Wife Carrying

Wife carrying


Putting aside the patriarchal and hetreonormative undertones, this is pretty freaking hilarious. Nothing gets more self-explainatory than wife-carrying. Basically, you carry your wife (or female partner) through an obstacle course. The faster the better.


Wife carrying originated in Finland in 1992 as a humorous take on an old folk character, Herkko Rosvo-Ronkainen. As the story goes, Herkko was an outlaw living in the early 19th century. He and his band of men lived in the forrest and would pillage local towns, stealing their food and women. It was said that these outlaws were so good at stealing women because they would train “wife-carrying” with heavy sacks of potatoes.

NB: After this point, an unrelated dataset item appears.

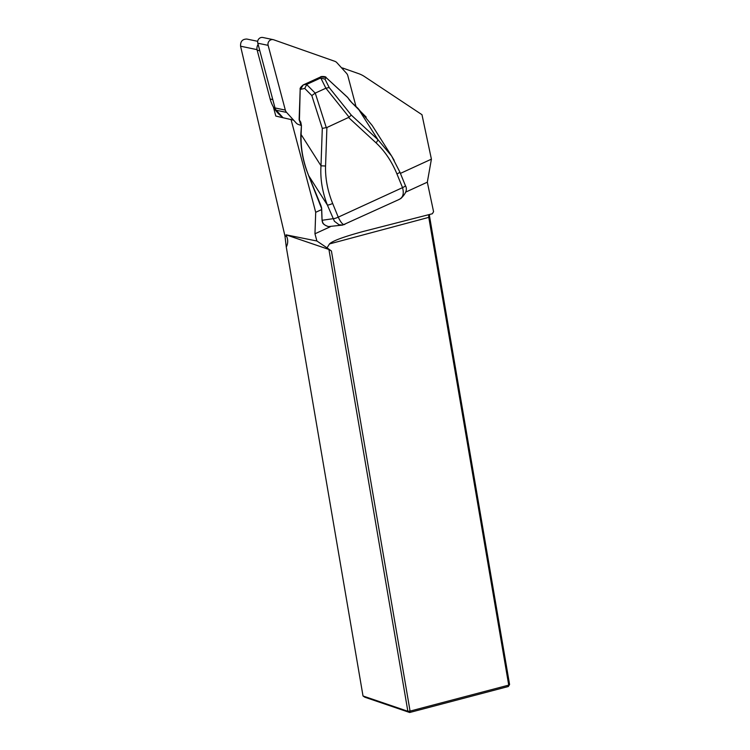<?xml version="1.0" encoding="UTF-8"?>
<svg xmlns="http://www.w3.org/2000/svg" width="750" height="750" viewBox="0 0 750 750"><rect width="100%" height="100%" fill="white"/><g stroke="black" fill="none" stroke-linecap="round" stroke-linejoin="round"><path stroke-width="1.12" d="M293.634 120.178L275.803 116.072L273.375 106.941A33.328 31.856 101.8 0 0 282.488 117.122M400.406 173.4L431.409 159.159L421.978 114.703L364.481 76.547A28.247 27 101.8 0 0 358.734 73.678L342.787 68.062L343.209 69.666M290.972 119.241L315.703 212.297L321.591 209.597M429.497 214.481A6.216 2.269 -104.8 0 0 429.694 217.125L509.578 684.487L508.331 686.512L409.669 712.5L364.819 697.209L363.019 695.981L286.275 247.05L284.972 236.053L240.572 46.2C240.338 41.447 242.428 39.066 246.862 39.056L257.691 41.316M315.703 212.297L314.962 233.784L316.884 240.994L286.031 234.834L286.669 236.409C288.159 240.131 288.028 243.684 286.275 247.05M405.712 192.103L427.322 182.184L433.575 211.697L432.338 213.759L363.722 231.337C343.884 236.709 332.475 240.909 329.484 243.928L327.047 247.875L331.416 250.978L410.072 711.103L508.734 685.116L428.85 217.753A4.519 1.65 75.2 0 1 428.934 214.631M427.322 182.184L431.409 159.159M316.884 240.994L327.047 247.875M363.019 695.981L407.859 711.272L328.922 249.459L286.031 234.834M328.922 249.459L331.416 250.978M341.522 67.8L342.787 68.062M509.578 684.487L508.331 686.512M409.669 712.5L410.072 711.103L407.859 711.272L409.669 712.5M322.05 220.219A1.134 0.947 -2 0 0 322.087 220.284L322.144 220.781C322.509 223.519 324.609 225.459 328.453 226.594L342.591 225.084L339 224.719L334.406 221.25L327.375 205.031L308.578 175.519L306.581 170.241C302.494 158.719 300.562 146.794 300.806 134.475L301.116 134.531C300.619 148.05 303.122 161.719 308.634 175.547L320.653 204.956A5.653 1.359 65.3 0 1 321.684 208.781A1.134 0.947 -2 0 1 321.553 208.369L322.05 220.219L322.875 222.881M314.962 233.784L330.253 226.762M300.806 134.475L301.434 125.531L301.116 134.531L320.991 165.797L325.556 166.022C325.209 178.35 327.581 190.838 332.662 203.475A4.519 0.769 -22.2 0 1 327.375 205.031C322.284 191.859 320.156 178.781 320.991 165.797L322.303 128.381L326.906 127.5L349.106 117.197L325.884 88.209L320.85 78.075L319.781 78.403L320.841 76.856M347.512 97.341L326.109 77.588L324.984 79.144L329.213 87.572L351.253 115.078L349.106 117.197M351.253 115.078L377.906 139.659A4.519 1.153 132.7 0 1 376.031 142.838L348.6 117.534M306.713 84.562L304.744 88.444L300.497 89.344L303.234 84.919L320.878 76.819C319.781 76.453 326.175 76.153 326.081 77.484L320.925 76.819L303.281 84.919L307.603 83.991L306.713 84.562L315.197 93.112L325.884 88.209M315.197 93.112L311.812 95.559L304.744 88.444M329.213 87.572L325.931 88.181M324.984 79.144L320.85 78.075M307.603 83.991L319.781 78.403M321.684 208.781L322.087 220.284L332.963 218.719A4.519 0.769 -22.2 0 0 338.25 217.153C341.025 222.947 343.238 225.338 344.887 224.344M332.662 203.475L338.25 217.153L402.534 187.641C404.259 193.903 402.9 197.944 398.456 199.744L400.819 198.525C406.022 193.547 407.55 189.262 405.422 185.653A4.519 0.769 157.8 0 1 402.534 187.631L396.947 173.953C391.716 161.372 384.75 151.003 376.031 142.838M366.216 117.141L351.619 102.478L358.031 108.394L377.906 139.659L391.584 155.972L372.197 125.475L357.891 108.272M391.584 155.972L394.181 160.331M391.744 156.263L399.825 171.966A4.519 0.769 157.8 0 1 396.947 173.953M329.859 226.753L328.453 226.594M301.116 125.475L299.259 120.103A1.134 0.478 -27.4 0 1 299.447 119.597L300.188 89.297C299.728 88.434 300.75 86.972 303.234 84.919L303.197 84.966M300.572 122.634A1.134 0.478 -27.4 0 1 300.759 122.128L299.128 119.55L300.188 89.297L300.881 89.269M351.619 102.478L349.462 100.078M349.294 99.844L347.784 97.547A1.134 1.134 0 0 0 347.625 97.359L325.969 77.466M351.591 102.375L347.812 97.706M258.131 44.456A6.778 6.478 101.8 0 0 257.166 50.203L270.141 99.028A33.328 31.856 101.8 0 0 273.375 106.941M282.881 117.553L276.262 110.259A5.653 5.4 -78.2 0 1 275.006 107.934L257.803 43.2A4.519 4.322 -78.2 0 1 262.894 37.5L273.216 39.656A4.519 4.322 101.8 0 0 268.125 45.356L285.328 110.091A5.653 5.4 101.8 0 0 286.584 112.406L296.231 123.038A5.653 5.4 101.8 0 0 298.378 124.472L301.116 125.438M355.978 106.425L347.803 75.656A5.653 5.4 101.8 0 0 346.547 73.341L336.909 62.709A5.653 5.4 101.8 0 0 334.753 61.284L273.75 39.806A4.519 4.322 101.8 0 0 273.216 39.656M240.572 46.2L257.034 49.641M286.669 236.409L284.972 236.053M429.694 217.125L329.484 243.928M326.906 127.5L325.556 166.022M315.253 93.084L326.297 127.669M322.303 128.381L311.812 95.559M338.25 217.153L338.25 217.162A4.519 0.769 -22.2 0 1 332.963 218.719M300.759 122.128L301.434 125.531M399.825 171.966L405.413 185.653A4.519 0.769 157.8 0 1 402.534 187.641M257.166 50.203L259.809 50.756M270.141 99.028L272.784 99.581M268.125 45.356L257.803 43.2M275.006 107.934L285.328 110.091M276.262 110.259L286.584 112.406M342.572 225.103L399.047 199.5M322.547 222.366C322.884 223.922 324.844 225.328 328.425 226.594M321.553 208.369L308.578 175.519M299.128 119.55A1.134 1.134 0 0 0 299.259 120.103"/></g></svg>

It’s now a sport played in Australia, United States of America, Hong Kong and Estonia.


The regulation standard wife carrying course is 253.5 meters long, which includes  two dry obstacles (usually the sandpit and fences)  and a water obstacle, about one meter deep.

There are three ways to carry your wife: piggyback, fireman’s carry (over the shoulder), or Estonian-style (the wife hangs upside-down with her legs around the husband’s shoulders, holding onto his waist)

And a weight limit: the wife to be carried must at least be 49 kilograms. If she is less than 49 kg, the wife will be burdened with a rucksack containing the additional weight.

The carrier must wear a belt for the wife to hold onto and the wife must have wear a helmet.

It’s not all about speed. The most entertaining and well-dressed couples also win awards.

Wife carrying in Australia

The national wife carrying competition in Australia started in 2005. This year, it’s run by radio station Triple M.